[EXERCISE DETAILS] Retype the data below verbatim; pictures do not belong in the copy.

Data entries:
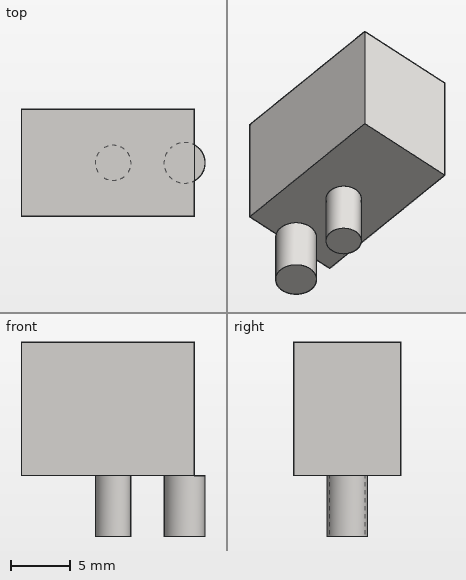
import cadquery as cq

housing_length = 14.5
housing_width = 9.0
housing_height = 11.2

total_height = 16.3
pin_length = total_height - housing_height
thin_pin_diameter = 2.97
thick_pin_diameter = 3.44
pin_spacing = 6.0
thick_pin_overhang = 0.91

thick_pin_x = housing_length / 2 + thick_pin_overhang - thick_pin_diameter / 2
thin_pin_x = thick_pin_x - pin_spacing


def make_housing():
    """Plain block standing on the plane Z = 0."""
    return cq.Workplane("XY").box(
        housing_length, housing_width, housing_height, centered=(True, True, False)
    )


def make_pin(diameter, x):
    """Round pin hanging from the underside of the housing."""
    return cq.Workplane("XY").center(x, 0).circle(diameter / 2).extrude(-pin_length)


housing = make_housing()
thin_pin = make_pin(thin_pin_diameter, thin_pin_x)
thick_pin = make_pin(thick_pin_diameter, thick_pin_x)

result = cq.Compound.makeCompound([housing.val(), thin_pin.val(), thick_pin.val()])

[ANSWER SECTION]
import cadquery as cq

housing_length = 14.5
housing_width = 9.0
housing_height = 11.2

total_height = 16.3
pin_length = total_height - housing_height
thin_pin_diameter = 2.97
thick_pin_diameter = 3.44
pin_spacing = 6.0
thick_pin_overhang = 0.91

thick_pin_x = housing_length / 2 + thick_pin_overhang - thick_pin_diameter / 2
thin_pin_x = thick_pin_x - pin_spacing


def make_housing():
    """Plain block standing on the plane Z = 0."""
    return cq.Workplane("XY").box(
        housing_length, housing_width, housing_height, centered=(True, True, False)
    )


def make_pin(diameter, x):
    """Round pin hanging from the underside of the housing."""
    return cq.Workplane("XY").center(x, 0).circle(diameter / 2).extrude(-pin_length)


housing = make_housing()
thin_pin = make_pin(thin_pin_diameter, thin_pin_x)
thick_pin = make_pin(thick_pin_diameter, thick_pin_x)

result = cq.Compound.makeCompound([housing.val(), thin_pin.val(), thick_pin.val()])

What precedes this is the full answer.